13.8.14

Sobre a têmpera dos ventos que sopram pela alvorada

A alvorada veio na companhia de ventos que não tiveram convite. Sopraram e voltaram a fugir. Podiam ser ventos piratas, timoneiros de uma desbonança qualquer, só para roubarem o sono aos que o têm frágil. Os ventos quiseram anunciar a alvorada, talvez a despropósito pois o sono ainda tinha pernas para andar. Mas os ventos piratas não se importaram. Deram o braço à alvorada e começaram a soprar entre as frinchas das janelas, assobiando uma melodia timorata que afugentou o sono para outros quadrantes. Talvez fossem ventos nómadas, como se fossem gaiatos estarolas decididos a espalhar o caos pelas ruas antes de desatarem a fugir. O sono frágil estava de atalaia. Estatelou-se no despenhadeiro dos ventos que soaram a bombarda mal a madrugada tocou de finados. O sono sentenciou, importunado, que tais eram ventos desassisados. Podiam esperar um par de horas e já não seriam impródigos. Mas os ventos não se importaram (outra vez). Parecia que queriam sobressaltar o sono, de propósito. Gatunos da serenidade, espalharam a poeira nas ruas e souberam roubar os sonhos que ainda se teciam por entre as fímbrias do sono.
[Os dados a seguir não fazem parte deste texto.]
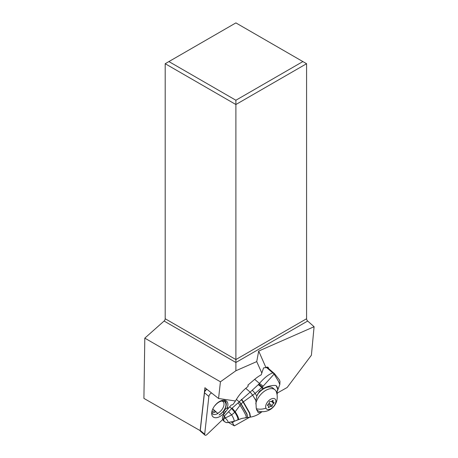 <?xml version="1.0" encoding="UTF-8"?>
<svg xmlns="http://www.w3.org/2000/svg" width="458" height="458" viewBox="0 0 458 458"><rect width="100%" height="100%" fill="white"/><g stroke="black" fill="none" stroke-linecap="round" stroke-linejoin="round"><path stroke-width="0.69" d="M277.05 394.59L277.422 392.987L287.155 387.497L311.406 355.219L314.091 326.72L307.679 321.035A2.101 1.214 60 0 1 306.579 318.745L306.579 63.714L235.887 104.527L165.195 63.714L165.195 318.745A2.101 1.214 -60 0 1 164.096 321.035L144.808 338.141L143.909 398.386L200.278 430.697M144.808 338.141L220.424 381.795L235.887 370.762L235.887 362.484L164.096 321.035M265.972 367.637L258.696 351.063L256.726 361.608L261.861 373.098M256.726 361.608L235.887 370.762M220.424 381.795L218.569 398.489L235.429 400.985M249.57 417.272L234.341 425.866L232.464 422.797L233.861 421.469M314.091 326.72L258.696 351.063M235.887 100.245L302.87 61.572L235.887 22.9L168.91 61.572L235.887 100.245L235.887 362.484L307.679 321.035M168.91 61.572L165.195 63.714M268.577 368.553A3.378 1.935 130.3 0 0 268.125 367.39A3.378 1.935 130.3 0 0 266.012 367.442M277.422 392.987L277.016 392.077M234.341 425.866L228.634 422.568M232.464 422.797L231.41 422.173M218.569 398.489L204.915 387.714L200.129 430.841M211.894 411.559A8.33 4.775 130.3 0 0 214.728 410.563M302.87 61.572L306.579 63.714M255.787 403.887A13.511 7.746 -49.7 0 1 264.014 391.527A13.511 7.746 -49.7 0 1 274.909 389.769L272.962 388.115A13.511 7.746 130.3 0 0 257.436 394.498M274.909 389.769A13.511 7.746 -49.7 0 1 276.157 391.464A13.511 7.746 -49.7 0 1 276.271 391.739A14.696 14.696 0 0 1 259.577 411.399A13.511 7.746 -49.7 0 1 257.413 410.374A13.511 7.746 -49.7 0 1 256.497 409.303M275.624 399.805A6.561 3.761 -49.7 0 1 272.407 407.654A6.561 3.761 -49.7 0 1 265.915 408.158A6.561 3.761 -49.7 0 1 269.132 400.309A6.561 3.761 -49.7 0 1 275.624 399.805M269.064 407.362A2.204 1.265 -49.7 0 1 271.336 406.555A0.595 0.343 130.3 0 0 272.178 405.834A2.204 1.265 -49.7 0 1 273.707 403.366A0.595 0.343 130.3 0 0 273.884 402.45A2.204 1.265 -49.7 0 1 273.294 402.267A2.204 1.265 -49.7 0 1 273.14 400.79A0.595 0.343 130.3 0 0 272.476 400.601A2.204 1.265 -49.7 0 1 270.203 401.408A0.595 0.343 130.3 0 0 269.361 402.135A2.204 1.265 -49.7 0 1 267.833 404.603A0.595 0.343 130.3 0 0 267.655 405.513A2.204 1.265 -49.7 0 1 268.245 405.702A2.204 1.265 -49.7 0 1 268.451 405.977A2.204 1.265 -49.7 0 1 268.399 407.173A0.595 0.343 130.3 0 0 269.064 407.362L268.491 406.876M223.979 416.654L225.267 418.017C228.118 420.994 228.805 422.534 227.328 422.62L233.998 421.337C234.456 420.381 233.672 418.234 231.656 414.885L225.347 417.942L224.391 416.041L224.151 416.391L225.347 417.942L223.275 419.585L224.151 416.391M237.839 419.894A5.061 1.282 -117.8 0 0 237.902 419.877A5.061 1.282 -117.8 0 0 238.063 419.74L233.998 421.337A4.483 1.437 -120.2 0 1 233.78 421.497L227.317 422.62C226.424 422.328 227.449 423.301 224.403 421.566L223.853 420.879C224.758 422.018 225.914 422.597 227.328 422.62M223.161 420.278L222.588 419.001L223.275 419.585C224.008 420.49 224.202 420.919 223.853 420.879L223.161 420.278A4.723 2.714 130.7 0 0 223.59 420.868L224.374 421.537M245.379 417.627C247.475 418.177 245.694 414.049 240.044 405.25L238.074 402.885L232.154 408.084L235.2 411.736L241.148 403.847L239.282 401.695L250.154 392.122L245.757 388.344A26.238 15.074 130.7 0 0 236.385 399.445A31.488 18.085 -49.3 0 1 232.841 404.654L231.17 405.038A31.488 18.085 -49.3 0 1 229.664 406.813A39.359 22.608 130.7 0 0 223.361 415.148A4.723 2.714 130.7 0 0 222.588 419.001M232.154 408.084L228.565 411.742L231.656 414.885L234.748 412.274L231.651 408.519L229.664 406.813M242.339 418.303L238.372 419.62C238.956 418.555 237.902 415.933 235.2 411.736L234.748 412.274M228.565 411.742L224.391 416.041L223.361 415.148M238.074 402.885L239.162 401.838L236.385 399.445M241.32 399.559L243.101 402.027L241.148 403.847L247.005 414.003L247.549 417.507L246.776 414.061L240.982 404.025L239.122 401.878M239.282 401.695L241.034 403.973M245.757 388.344L247.709 386.678A1.311 1.036 -24.1 0 0 247.87 385.149L248.162 385.808M262.096 411.622L261.037 412.481L258.146 412.543L256.222 408.107L255.907 400.595L252.65 395.168L243.37 401.821L249.793 413.105L250.532 417.118L247.549 417.507M276.151 385.642A14.433 8.29 -49.3 0 1 277.771 389.243L276.151 385.642C274.874 384.989 267.335 385.773 263.321 388.636L259.343 391.39L256.806 396.096L255.907 400.595M257.894 410.729A14.433 8.29 -49.3 0 1 256.915 410.603M250.532 417.118C254.425 416.419 257.928 414.874 261.037 412.481L262.01 411.69M255.913 400.567L252.661 395.157L250.183 392.105L258.844 384.159L262.377 387.033L274.102 374.089L274.611 373.991M256.806 396.096L255.175 393.388L252.661 395.157L250.194 392.094L252.61 395.191M263.178 386.197L259.463 383.426C264.306 377.781 268.743 374.266 272.768 372.881A5.25 3.017 -49.3 0 1 274.136 373.339L268.022 368.077A5.25 3.017 130.7 0 0 266.659 367.619A26.238 15.074 130.7 0 0 263.562 367.923L261.232 374.804A26.238 15.074 130.7 0 0 254.694 379.327L247.87 385.149M250.2 417.175L249.478 413.213L243.101 402.027L243.37 401.821L241.566 399.324M231.782 408.404L234.891 412.12C237.444 416.127 238.458 418.686 237.937 419.791A5.044 1.271 61.7 0 1 237.776 419.929A5.044 1.271 61.7 0 1 237.708 419.952M237.994 419.82L238.252 419.665C238.818 418.589 237.776 415.984 235.114 411.845L232.051 408.175M231.691 408.49L234.794 412.229C237.307 416.19 238.315 418.726 237.805 419.843A5.032 1.277 -118.3 0 1 237.639 419.986L242.07 418.377L247.309 417.53M279.821 384.445L278.384 381.182L274.102 374.089A5.25 4.586 70.7 0 0 272.768 372.881L266.659 367.619M277.771 389.243L276.638 392.804M252.398 390.353L255.175 393.388L262.377 387.033L263.321 388.636M225.622 411.839L223.996 410.442L223.349 412.011L224.683 413.162M223.349 412.011L224.191 413.889M227.947 408.828L226.922 407.946L223.996 410.442M228.691 407.935A6.561 3.767 130.7 0 0 226.922 407.946M214.487 410.694L215.735 411.759M217.922 413.608L212.798 408.92M223.424 400.183A9.509 5.45 -49.7 0 1 225.903 402.118A9.509 5.45 -49.7 0 1 219.153 414.994M215.088 405.49A8.713 4.992 -49.7 0 1 222.771 401.031A8.713 4.992 -49.7 0 1 225.594 402.868A8.713 4.992 -49.7 0 1 219.233 414.765M221.935 401.065A7.677 4.397 -49.7 0 1 222.994 401.609A7.677 4.397 -49.7 0 1 223.704 402.571A7.677 4.397 -49.7 0 1 217.831 413.196M222.788 419.442L206.97 434.556A2.101 1.202 -49.7 0 1 204.949 435.1A2.101 1.202 -49.7 0 1 204.68 434.213L208.871 396.462A3.149 1.803 -49.7 0 1 211.562 392.958M227.237 407.889A10.362 5.943 130.3 0 0 227.832 405.427A10.362 5.943 130.3 0 0 224.094 400.178A10.362 5.943 130.3 0 0 211.745 412.486A10.362 5.943 130.3 0 0 211.819 414.633A10.362 5.943 130.3 0 0 223.91 413.265M206.964 389.329A3.149 1.803 130.3 0 0 204.503 392.558A3.149 1.803 130.3 0 0 204.48 392.735L200.289 430.486L204.68 434.213M206.924 389.3L206.392 389.489A1.838 1.053 130.3 0 0 204.692 391.487A1.838 1.053 130.3 0 0 204.68 391.59M215.523 411.57A10.362 5.943 -49.7 0 1 213.709 412.566M204.949 435.1L200.558 431.373A2.101 1.202 -49.7 0 1 200.289 430.486M211.722 412.681A8.53 4.889 130.3 0 0 214.384 412.366A8.53 4.889 130.3 0 0 215.976 411.622M211.699 413.093A8.53 4.889 130.3 0 0 212.277 413.769A8.53 4.889 130.3 0 0 218.019 413.408M306.579 318.745L235.887 359.559L165.195 318.745M265.915 408.158A14.696 11.61 155.9 0 1 256.354 408.725M268.44 404.093L271.336 406.555M272.178 405.834L269.081 403.2M272.699 400.418L273.14 400.79M271.399 401.408L273.707 403.366M254.694 379.327L259.463 383.426L258.844 384.159M262.623 389.082L261.77 387.651A5.25 1.546 -137.5 0 0 258.312 384.749M208.871 396.462L204.48 392.735M256.606 409.681L257.413 410.374M268.245 405.702L267.466 405.038M273.294 402.267L271.92 401.105M233.786 421.492L237.645 419.986M274.645 373.843L279.414 379.928L279.975 381.417L279.827 384.434L276.666 392.907M274.628 373.82A5.25 5.25 0 0 0 274.147 373.35M204.692 391.487L204.503 392.558"/></g></svg>

Os olhos vieram à janela para ver se conseguiam ver o rosto do vento. Mas o vento era contumaz. Nem dava para perceber de onde soprava. As árvores balançavam sem norte, de um lado para o outro, pautadas pelo desnorte aleatório das bofetadas que levavam do vento. O sol começava a despontar, testemunhando as aleivosias do vento. Mas o sol, de que se diz ser rei entre os astros e alicerce do universo, ainda estava a espreguiçar. Não deu atenção ao vento falaz que desarrumou o sono. O sol estava ocupado a fazer o seu caminho ascendente no firmamento. Deixou o vento como estava. E eis como os ventos piratas celebraram dois triunfos. Sobre o sol rei. E sobre o sono frágil de quem o tem.